Research Projects

Critical problems in all areas of chemistry benefit from a microscopic understanding of structure and mechanism. Computational chemistry provides an exceptionally detail-rich glance into the inner workings of molecular events. Our research activities focus primarily on the development of novel quantum chemistry methods and the application of these methods to investigate the chemical foundations of renewable energy sources.

Quantum Algorithms for Chemistry

Quantum computing offers the exciting possibility of side-stepping the exponential scaling associated with simulating chemistry systems at the quantum level. However, in order to achieve this, new algorithms which can run on quantum devices need to be developed and tested. We are working on developing adaptive quantum algorithms, specifically focused on realizing improved molecular simulations on quantum hardware.
Schematic of three SMM nuclear spins coupled coupled to a superconducting cavity resonator. 
						The SMMs are placed at antinodes of the resonator’s electric field.

Materials for Qubits

Unlike in traditional (classical) computing where the devices are largely determined by material properties, the small sizes of quantum bits, means that the device performance will be determined by both material and molecular properties. We are interested in developing methods and running simulations for understanding which chemical characteristics (and to what extent) affect the performance of single molecule magnets for quantum information purposes.

Fock-space CI methods

Entangled electrons in molecular magnets, strongly correlated transition metal catalysts, many of our most important problems are not easily modelled with conventional quantum chemistry. We have an ongoing interest in the use of the spin-flip framework (pioneered by Anna Krylov at USC) for describing several types of strongly correlated systems within a single reference formalism.

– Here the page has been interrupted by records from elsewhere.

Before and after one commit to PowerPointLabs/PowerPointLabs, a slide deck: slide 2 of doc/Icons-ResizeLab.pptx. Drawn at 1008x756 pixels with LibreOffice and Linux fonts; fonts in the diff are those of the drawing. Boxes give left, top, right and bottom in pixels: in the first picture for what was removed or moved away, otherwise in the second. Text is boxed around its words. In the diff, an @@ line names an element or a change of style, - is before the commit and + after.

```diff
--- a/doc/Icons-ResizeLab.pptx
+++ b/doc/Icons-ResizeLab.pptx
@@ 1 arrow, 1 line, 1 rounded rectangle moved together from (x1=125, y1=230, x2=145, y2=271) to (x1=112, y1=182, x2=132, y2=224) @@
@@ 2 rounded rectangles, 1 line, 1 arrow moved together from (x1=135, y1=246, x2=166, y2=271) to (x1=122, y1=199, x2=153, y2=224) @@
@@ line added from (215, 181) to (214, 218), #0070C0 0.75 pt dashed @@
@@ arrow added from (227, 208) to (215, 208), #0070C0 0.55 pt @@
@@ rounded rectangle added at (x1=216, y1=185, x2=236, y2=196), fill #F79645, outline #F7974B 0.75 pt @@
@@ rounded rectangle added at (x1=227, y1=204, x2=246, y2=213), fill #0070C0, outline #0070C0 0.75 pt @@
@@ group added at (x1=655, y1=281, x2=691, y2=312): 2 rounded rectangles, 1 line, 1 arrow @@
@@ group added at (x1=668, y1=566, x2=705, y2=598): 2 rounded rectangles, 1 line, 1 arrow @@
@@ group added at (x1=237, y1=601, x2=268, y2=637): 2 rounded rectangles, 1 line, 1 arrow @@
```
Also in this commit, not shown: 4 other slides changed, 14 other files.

Tensor product wavefunction approximations

We work on developing new tools to efficiently model systems containing strongly correlated electrons. One approach to this problem is to consider tensor decompositions as a way to decrease the complexity of representing strongly correlated systems. In an initial study, we have developed a strategy based on the Tucker decomposition to approximate a system of semi-separable clusters in a quickly converging series of n-body terms.

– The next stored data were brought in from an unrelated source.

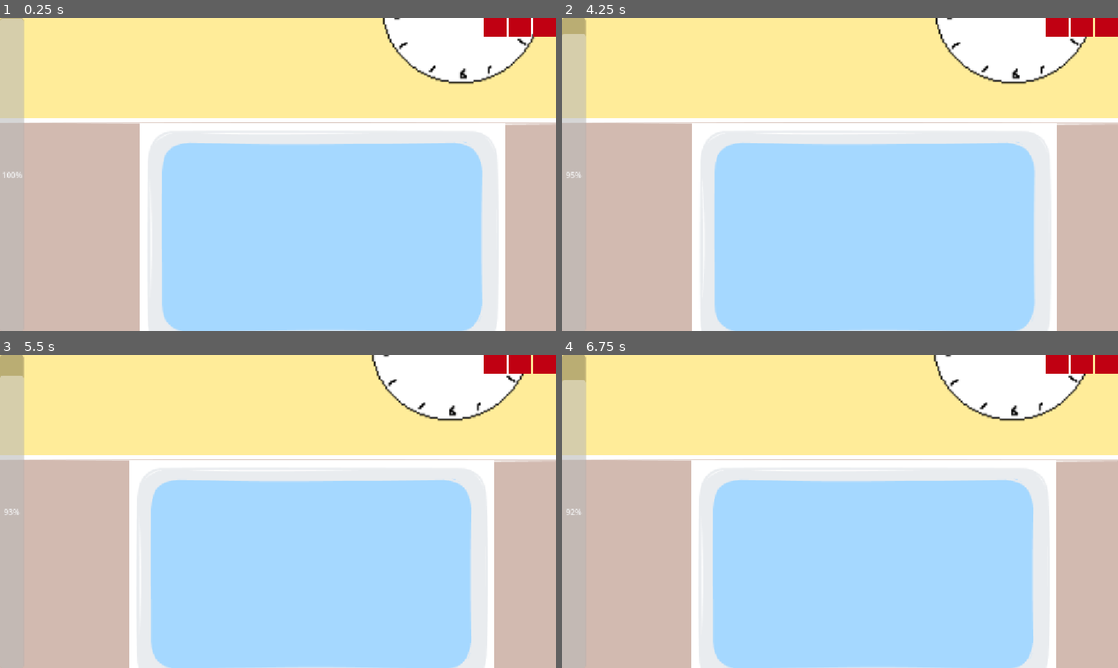
Above: before the commit, frames 1-4 (two rows, left to right).
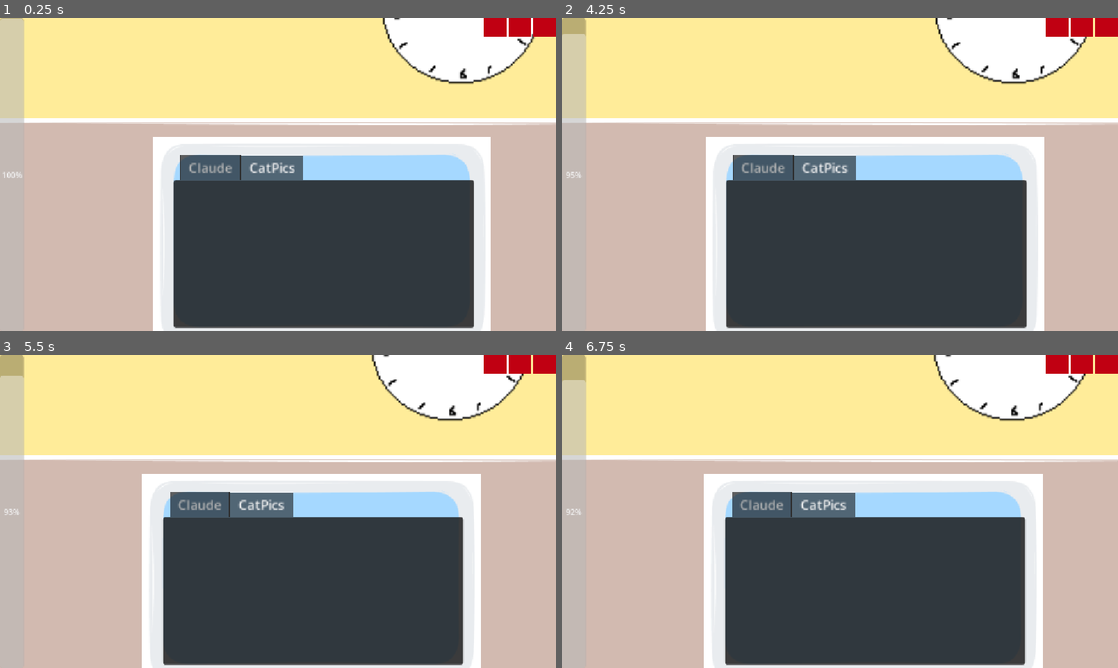
Above: after the commit, the same moments.

Repository: natleahh/gmtk-jam-2026
Game: Godot game, scene res://prototypes/ADHDHell/main.tscn
Same seed, same stepped clock (60 frames per second), same inputs: the game is played once before the commit and once after it. The project has no main scene, so this scene is started directly.
Inputs (mouse positions are in pixels of both pictures, inside the frame that each line leads up to):
- Up to frame 1 (0.25 s): no input
- Up to frame 2 (4.25 s): tap Enter at 0.5, 2, 3.5 s; move the mouse to (962, 158) at 0.52 s; tap Space at 1.25, 2.75 s; move the mouse to (728, 190) at 1.27 s; move the mouse to (895, 105) at 2.02 s; move the mouse to (812, 237) at 2.77 s; move the mouse to (1006, 221) at 3.52 s
- Up to frame 3 (5.5 s): move the mouse to (111, 464) at 4.27 s; tap Space at 5 s; move the mouse to (305, 511) at 5.02 s
- Up to frame 4 (6.75 s): move the mouse to (756, 433) at 5.77 s; move the mouse to (962, 495) at 6.52 s

The runs differ from the first frame. In frame 1, 38% of the frame differs, in the area x 25-91%, y 33-100%; in frame 2, 37%; in frame 3, 37%; in frame 4, 37%.
Error after the commit: Parse Error: Identifier "input_text" not declared in the current scope. (res://prototypes/ADHDHell/computer/claude/main.gd:28)

Commit message:
feat: factor compter into own scene & add subviewport

Diff:
--- /dev/null
+++ b/prototypes/ADHDHell/computer/computer.tscn
@@ -0,0 +1,22 @@
+[gd_scene format=3 uid="uid://dlnnt1jsme788"]
+
+[ext_resource type="Texture2D" uid="uid://d4kwqosjhmwbe" path="res://prototypes/ADHDHell/Pasted image 20260723145336.png" id="1_d4kym"]
+[ext_resource type="PackedScene" uid="uid://8hydug6xspq1" path="res://prototypes/ADHDHell/computer/claude/main.tscn" id="3_vmi4j"]
+
+[node name="Computer" type="Sprite2D" unique_id=735334881]
+texture = ExtResource("1_d4kym")
+
+[node name="TabContainer" type="TabContainer" parent="." unique_id=21514011]
+offset_left = -181.46516
+offset_top = -147.66757
+offset_right = 184.24269
+offset_bottom = 62.895447
+current_tab = 1
+
+[node name="Claude" parent="TabContainer" unique_id=668862452 instance=ExtResource("3_vmi4j")]
+visible = false
+layout_mode = 2
+
+[node name="CatPics" type="Panel" parent="TabContainer" unique_id=1011314897]
+layout_mode = 2
+metadata/_tab_index = 1
--- a/prototypes/ADHDHell/main.tscn
+++ b/prototypes/ADHDHell/main.tscn
@@ -3,8 +3,8 @@
 [ext_resource type="Texture2D" uid="uid://dstsfqcn0ihh5" path="res://prototypes/ADHDHell/Pasted image 20260723145013.png" id="1_8cddi"]
 [ext_resource type="Script" uid="uid://bmjuryxsl23x2" path="res://prototypes/ADHDHell/main.gd" id="1_ndhnn"]
 [ext_resource type="Texture2D" uid="uid://wr2qryxmkjr8" path="res://prototypes/ADHDHell/Pasted image 20260723145249.png" id="2_0vcbb"]
-[ext_resource type="Texture2D" uid="uid://d4kwqosjhmwbe" path="res://prototypes/ADHDHell/Pasted image 20260723145336.png" id="3_cu5rw"]
 [ext_resource type="Script" uid="uid://g3q68s4lagrf" path="res://prototypes/ADHDHell/character_controller.gd" id="4_0vcbb"]
+[ext_resource type="PackedScene" uid="uid://dlnnt1jsme788" path="res://prototypes/ADHDHell/computer/computer.tscn" id="4_g7oiy"]
 [ext_resource type="Script" uid="uid://ciho8h0fymg6s" path="res://prototypes/ADHDHell/hud.gd" id="6_0l71j"]
 [ext_resource type="Script" uid="uid://bkvqfvaoa0che" path="res://prototypes/ADHDHell/dopamine_system.gd" id="6_tcltd"]
 [ext_resource type="Texture2D" uid="uid://bvc0yjc0f7jwu" path="res://prototypes/ADHDHell/clock-face.png" id="7_r4p8i"]
@@ -31,10 +31,8 @@
 scale = Vector2(0.823492, 0.70558614)
 texture = ExtResource("2_0vcbb")
 
-[node name="PastedImage20260723145336" type="Sprite2D" parent="Backgrounds" unique_id=1812082500]
+[node name="Computer" parent="." unique_id=735334881 instance=ExtResource("4_g7oiy")]
 position = Vector2(632, 443)
-scale = Vector2(1.0800971, 1.0970588)
-texture = ExtResource("3_cu5rw")
 
 [node name="Clock" type="Sprite2D" parent="." unique_id=459563768]
 position = Vector2(800, 120)

Excited states in molecular materials

We work on developing computational techniques to understand the detailed structure and mechanisms which characterize such photoactive molecular materials, in an effort to design new materials with tailored photophysics. In one recent approach, we have used single-excitation wavefunctions (low-cost) to characterize multiexcitons in organic chromophore clusters. This approach works by establishing a one-to-one relationship between the elements of a Bloch-effective Hamiltonian obtained from one spin-flip calculations and a simple Heisenberg spin lattice.

Efficient calculations of large molecules

Accurate quantum chemistry is difficult to apply to large molecules because the calculations quickly become too computationally demanding. Approaches to solve this problem can often be divided into two categories: Local orbital methods and Fragment-based methods. Local orbital methods are more rigorous and have better error management, but can be much more complicated and are often slow to crossover (become faster than conventional calculations). Fragment-based methods are much more simple, and can lead to quite accurate results, without the complexity overhead required to rewrite electron correlation methods like CCSD(T). However, these methods rely more on heuristics than well-controlled approximations, and thus error management is more of a problem. We have had an interest in these fragment-based approaches for some time. Two of our methods are described in the following papers: MIM, and MOB.